[Code documentation] FluxPipeline & FluxControlNetModel with apply_group_offloading #10840

nitinmukesh · 2025-02-20T13:47:49Z

nitinmukesh
Feb 20, 2025

Note: output not tested as it is very slow at my end but the inference starts working.

FluxPipeline - offload_type="leaf_level"

import torch
from diffusers import FluxPipeline
from diffusers.hooks import apply_group_offloading

model_id = "black-forest-labs/FLUX.1-dev"
dtype = torch.bfloat16
pipe = FluxPipeline.from_pretrained(
	model_id,
	torch_dtype=dtype,
)

apply_group_offloading(
    pipe.transformer,
    offload_type="leaf_level",
    offload_device=torch.device("cpu"),
    onload_device=torch.device("cuda"),
)
apply_group_offloading(
    pipe.text_encoder, 
    offload_device=torch.device("cpu"),
    onload_device=torch.device("cuda"),
    offload_type="leaf_level"
)
apply_group_offloading(
    pipe.text_encoder_2, 
    offload_device=torch.device("cpu"),
    onload_device=torch.device("cuda"),
    offload_type="leaf_level"
)
apply_group_offloading(
    pipe.vae, 
    offload_device=torch.device("cpu"),
    onload_device=torch.device("cuda"),
    offload_type="leaf_level"
)

prompt="A cat wearing sunglasses and working as a lifeguard at pool."

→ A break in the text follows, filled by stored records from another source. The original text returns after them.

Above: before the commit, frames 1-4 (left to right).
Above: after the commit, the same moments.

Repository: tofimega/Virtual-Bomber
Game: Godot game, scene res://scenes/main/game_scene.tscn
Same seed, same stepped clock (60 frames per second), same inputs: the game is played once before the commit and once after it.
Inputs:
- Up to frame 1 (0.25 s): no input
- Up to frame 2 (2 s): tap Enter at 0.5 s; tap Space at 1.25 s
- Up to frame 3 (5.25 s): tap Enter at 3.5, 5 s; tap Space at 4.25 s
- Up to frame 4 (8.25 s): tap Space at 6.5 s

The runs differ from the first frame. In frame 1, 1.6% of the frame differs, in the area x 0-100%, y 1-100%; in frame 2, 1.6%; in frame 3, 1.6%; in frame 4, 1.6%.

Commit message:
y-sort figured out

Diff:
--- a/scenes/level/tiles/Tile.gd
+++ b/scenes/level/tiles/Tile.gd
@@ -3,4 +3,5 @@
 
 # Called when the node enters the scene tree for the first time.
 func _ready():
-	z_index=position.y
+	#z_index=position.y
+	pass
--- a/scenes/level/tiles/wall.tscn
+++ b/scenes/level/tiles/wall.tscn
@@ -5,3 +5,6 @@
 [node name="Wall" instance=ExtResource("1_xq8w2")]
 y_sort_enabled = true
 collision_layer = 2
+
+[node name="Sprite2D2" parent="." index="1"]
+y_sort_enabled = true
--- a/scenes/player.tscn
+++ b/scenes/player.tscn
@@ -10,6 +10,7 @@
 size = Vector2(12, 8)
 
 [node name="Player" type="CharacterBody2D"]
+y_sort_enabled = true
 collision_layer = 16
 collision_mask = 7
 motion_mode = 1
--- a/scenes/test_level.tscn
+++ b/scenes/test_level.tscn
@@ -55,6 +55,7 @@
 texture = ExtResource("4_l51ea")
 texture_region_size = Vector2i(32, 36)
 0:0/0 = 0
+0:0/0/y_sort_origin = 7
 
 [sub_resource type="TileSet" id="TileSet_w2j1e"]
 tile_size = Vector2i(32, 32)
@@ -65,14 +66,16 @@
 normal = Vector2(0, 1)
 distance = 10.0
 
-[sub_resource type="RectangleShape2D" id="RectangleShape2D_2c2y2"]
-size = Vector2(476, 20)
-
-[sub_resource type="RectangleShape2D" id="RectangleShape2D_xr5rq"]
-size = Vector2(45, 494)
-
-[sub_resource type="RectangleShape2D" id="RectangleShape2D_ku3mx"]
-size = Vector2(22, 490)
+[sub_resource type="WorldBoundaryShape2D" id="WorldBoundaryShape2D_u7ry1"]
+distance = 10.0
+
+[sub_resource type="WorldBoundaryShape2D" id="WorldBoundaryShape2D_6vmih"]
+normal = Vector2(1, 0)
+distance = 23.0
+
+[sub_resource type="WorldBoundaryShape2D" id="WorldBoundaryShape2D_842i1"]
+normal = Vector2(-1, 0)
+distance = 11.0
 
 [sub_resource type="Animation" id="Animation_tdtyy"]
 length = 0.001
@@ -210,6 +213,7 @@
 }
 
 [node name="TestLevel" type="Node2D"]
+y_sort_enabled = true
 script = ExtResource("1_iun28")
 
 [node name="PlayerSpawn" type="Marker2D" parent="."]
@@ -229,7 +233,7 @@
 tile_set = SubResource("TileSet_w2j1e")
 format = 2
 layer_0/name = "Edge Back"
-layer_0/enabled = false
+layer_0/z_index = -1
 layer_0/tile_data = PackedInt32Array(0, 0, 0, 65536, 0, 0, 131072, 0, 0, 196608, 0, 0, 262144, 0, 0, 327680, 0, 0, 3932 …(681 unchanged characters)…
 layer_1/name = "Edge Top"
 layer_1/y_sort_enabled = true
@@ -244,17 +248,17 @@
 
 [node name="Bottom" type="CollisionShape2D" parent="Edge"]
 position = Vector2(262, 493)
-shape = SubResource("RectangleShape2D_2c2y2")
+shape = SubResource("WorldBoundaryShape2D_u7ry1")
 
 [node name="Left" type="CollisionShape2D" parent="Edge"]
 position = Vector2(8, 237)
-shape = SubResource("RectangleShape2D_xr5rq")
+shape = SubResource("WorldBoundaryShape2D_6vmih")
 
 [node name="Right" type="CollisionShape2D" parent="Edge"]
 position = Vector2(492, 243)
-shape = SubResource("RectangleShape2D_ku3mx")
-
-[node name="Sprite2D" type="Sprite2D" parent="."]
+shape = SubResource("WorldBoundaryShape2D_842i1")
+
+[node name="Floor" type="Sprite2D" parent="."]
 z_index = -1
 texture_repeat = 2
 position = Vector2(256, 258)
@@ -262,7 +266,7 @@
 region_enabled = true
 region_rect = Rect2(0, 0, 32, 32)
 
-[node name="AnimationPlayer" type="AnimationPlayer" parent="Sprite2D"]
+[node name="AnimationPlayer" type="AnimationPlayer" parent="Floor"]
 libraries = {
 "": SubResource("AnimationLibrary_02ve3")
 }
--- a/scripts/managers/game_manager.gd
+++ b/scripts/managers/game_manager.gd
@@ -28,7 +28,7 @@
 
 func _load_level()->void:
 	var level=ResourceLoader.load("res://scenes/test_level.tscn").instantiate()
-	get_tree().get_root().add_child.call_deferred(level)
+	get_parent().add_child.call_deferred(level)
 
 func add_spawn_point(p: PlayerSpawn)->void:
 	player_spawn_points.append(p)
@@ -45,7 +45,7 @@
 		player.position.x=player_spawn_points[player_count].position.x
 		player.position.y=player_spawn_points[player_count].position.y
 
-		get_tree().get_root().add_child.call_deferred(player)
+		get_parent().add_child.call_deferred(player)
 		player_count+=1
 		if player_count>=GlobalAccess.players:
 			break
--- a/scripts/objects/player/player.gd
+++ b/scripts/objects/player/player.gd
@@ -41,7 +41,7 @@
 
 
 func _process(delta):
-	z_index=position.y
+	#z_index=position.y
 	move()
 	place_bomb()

generator = torch.Generator().manual_seed(181201)
image = pipe(
    prompt,
	width=576,
	height=1024,
	num_inference_steps=30,
    generator=generator
).images[0]

image.save("flux_apply_group_offloading.png")
print("----Inference complete..")

nitinmukesh · 2025-02-20T13:48:45Z

nitinmukesh
Feb 20, 2025
Author

FluxControlNetModel - offload_type="leaf_level"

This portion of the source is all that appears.